As the judges rightly recalled, the fact that an allegation is not proven beyond a reasonable doubt does not necessarily imply that the allegation is unfounded. It only means that the available evidence was not sufficient, or not reliable enough, to verify its truthfulness. As a result, a verdict declaring the accused not guilty does not necessarily mean that the accused is innocent. It merely means that the evidence presented at trial was insufficient to convince the Court beyond any reasonable doubt.
In other words, the Prosecutor could have done a better job. The Trial Chamber did not sanction the Prosecutor for having changed his argument regarding the position of the accused in different armed groups, since the modification did not alter in substance the charges as confirmed by the Pre-Trial Chamber. The judgement, however, contains a section specifically dedicated to listing the shortcomings of the investigation conducted by the Office of the Prosecutor. Although the Trial Chamber acknowledged the difficulty of investigating this case, it blamed the Prosecutor for having failed to call potentially important witnesses and to analyse certain points in sufficient depth.
What is more, contradictions, lies, and suspicious behaviour marred the testimonies of many witnesses and cast significant doubts on their credibility. As a result, the testimonies of several key witnesses in the Prosecutor’s case were entirely dismissed by the Trial Chamber.
In the view of the Trial Chamber, the remaining evidence on the record established that the accused enjoyed rising social status in the region owing to his recognised military expertise and that he had become a key local actor in the time following the attack. Moreover, the judges rejected the accused’s alibi that on the day of the attack he was taking care of a woman in labour as not credible and, in any event, irrelevant. However, the Trial Chamber could not determine precisely what role, if any, Mathieu Ngudjolo played in the attack on Bogoro. Although the Trial Chamber could not rule out the possibility that the accused might indeed have had authority over the armed militia responsible for the attack, in the absence of reliable information it was not convinced beyond a reasonable doubt that this was the case.

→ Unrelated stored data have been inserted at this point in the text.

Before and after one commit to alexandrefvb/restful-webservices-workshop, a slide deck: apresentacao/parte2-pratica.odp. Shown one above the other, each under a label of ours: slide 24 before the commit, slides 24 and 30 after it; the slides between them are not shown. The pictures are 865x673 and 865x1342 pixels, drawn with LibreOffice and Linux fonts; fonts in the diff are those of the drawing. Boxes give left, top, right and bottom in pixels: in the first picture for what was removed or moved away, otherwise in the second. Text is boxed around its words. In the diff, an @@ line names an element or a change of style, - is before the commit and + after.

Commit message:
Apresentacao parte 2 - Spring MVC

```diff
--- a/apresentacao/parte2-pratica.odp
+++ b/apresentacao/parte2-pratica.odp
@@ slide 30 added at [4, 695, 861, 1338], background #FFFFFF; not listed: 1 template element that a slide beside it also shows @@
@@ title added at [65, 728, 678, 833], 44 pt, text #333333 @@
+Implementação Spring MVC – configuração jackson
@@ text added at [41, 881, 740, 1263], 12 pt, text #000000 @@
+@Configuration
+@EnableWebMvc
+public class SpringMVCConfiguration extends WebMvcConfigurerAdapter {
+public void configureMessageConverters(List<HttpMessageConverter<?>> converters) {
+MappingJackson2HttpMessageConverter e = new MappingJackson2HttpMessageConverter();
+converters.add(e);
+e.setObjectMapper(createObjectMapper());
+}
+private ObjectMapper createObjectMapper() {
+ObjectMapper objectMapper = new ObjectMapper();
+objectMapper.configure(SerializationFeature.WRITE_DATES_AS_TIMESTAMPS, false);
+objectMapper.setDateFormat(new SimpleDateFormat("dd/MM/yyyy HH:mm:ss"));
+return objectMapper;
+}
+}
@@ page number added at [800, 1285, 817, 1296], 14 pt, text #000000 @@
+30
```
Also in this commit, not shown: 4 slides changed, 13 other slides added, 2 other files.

It does not belong to this post to judge whether Mathieu Ngudjolo had a lucky escape. Some may legitimately deplore the shortcomings of the Prosecutor’s case. Others may regret that the Trial Chamber did not express its view on the law applicable to indirect co-perpetration and on the import of German criminal law doctrine, as Judge van den Wyngaert did in her separate opinion. Be that as it may, there are reasons to rejoice at the ICC’s judgement. It rigorously applied and revived the standard of reasonable doubt, an institution central to any criminal trial which at times, regrettably, tends to be taken lightly.

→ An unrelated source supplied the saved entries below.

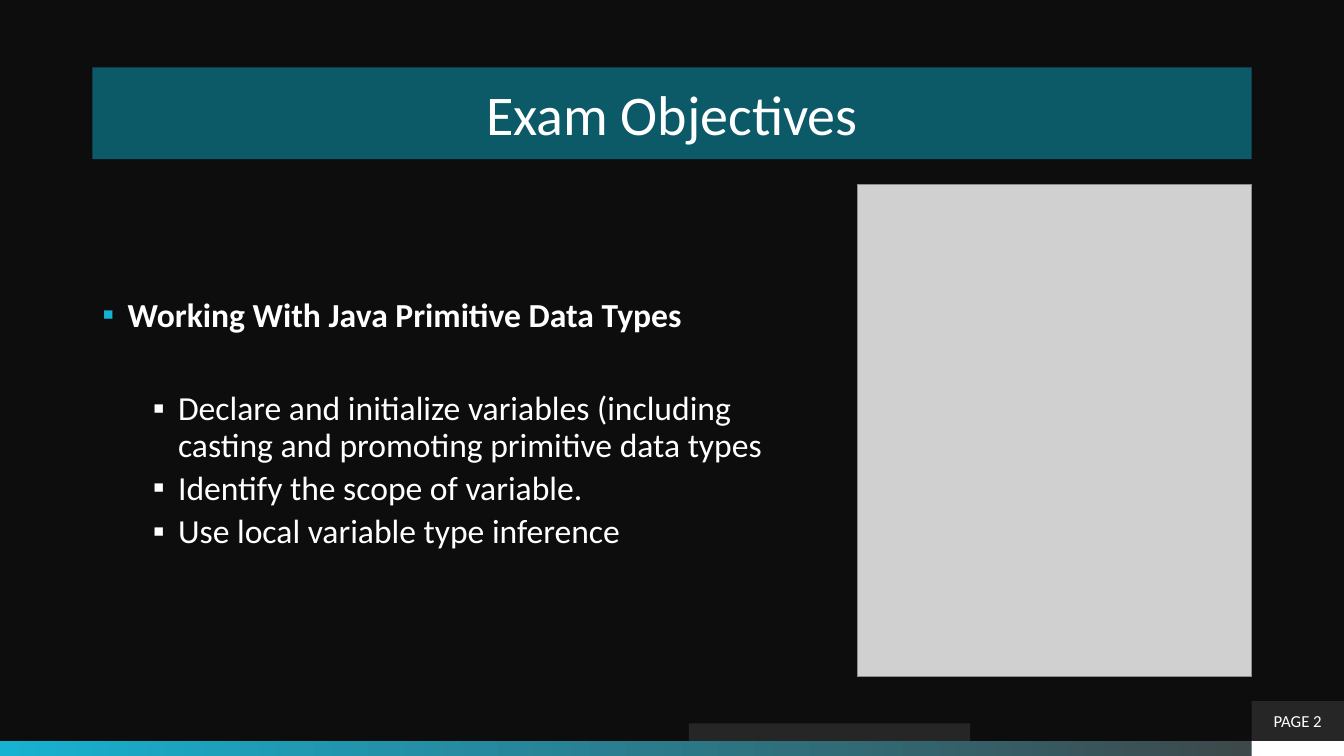
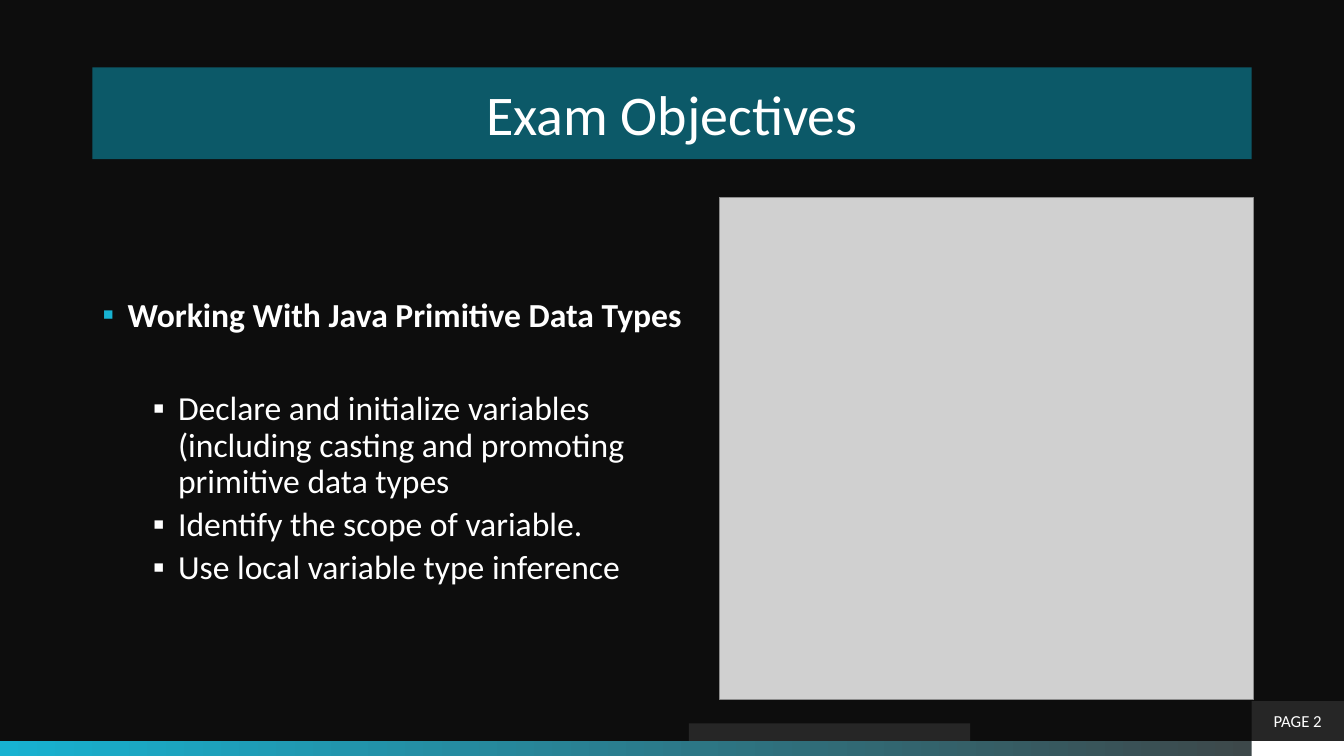
Before and after one commit to theLeonidas/Courses, a slide deck: slide 2 of courseMaterial/Objective-3-Primitives Data Types & String/1-Data Types [Autosaved].pptx. Drawn at 1344x756 pixels with LibreOffice and Linux fonts; fonts in the diff are those of the drawing; grey boxes stand for pictures; background and template pictures are left out. Boxes give left, top, right and bottom in pixels: in the first picture for what was removed or moved away, otherwise in the second. Text is boxed around its words. In the diff, an @@ line names an element or a change of style, - is before the commit and + after.

```diff
--- a/courseMaterial/Objective-3-Primitives Data Types & String/1-Data Types [Autosaved].pptx
+++ b/courseMaterial/Objective-3-Primitives Data Types & String/1-Data Types [Autosaved].pptx
@@ text "Working With Java Primitive Data ..." rewrapped from box(128, 303, 762, 549) to box(128, 303, 682, 585) @@
@@ picture: place and size @@
-picture at box(858, 185, 1252, 677)
+picture at box(720, 198, 1253, 701)
```
Also in this commit, not shown: 1 other slide changed, 1 slide added, 44 other files.

The Trial Chamber sent a strong message. Not only did it recall that international criminal trials are (also) still about judging the responsibility of a person, but it also shed light on the challenges faced by the Office of the Prosecutor in investigating and prosecuting wartime atrocities. It is difficult to assess how this judgement will reflect on the Court’s image and whether it will improve its legitimacy. If the Office of the Prosecutor is deemed incapable of building a strong case against one middle-ranking accused for a very narrow set of facts, how can it be expected to deal with large-scale cases involving high-level political and military leaders? The ICC’s time is costly and should not be wasted for the sake of hasty prosecutions. Future investigations should be conducted with great rigour and caution. That being said, those questioning the Court’s independence and impartiality might now have reasons to start believing in international criminal justice.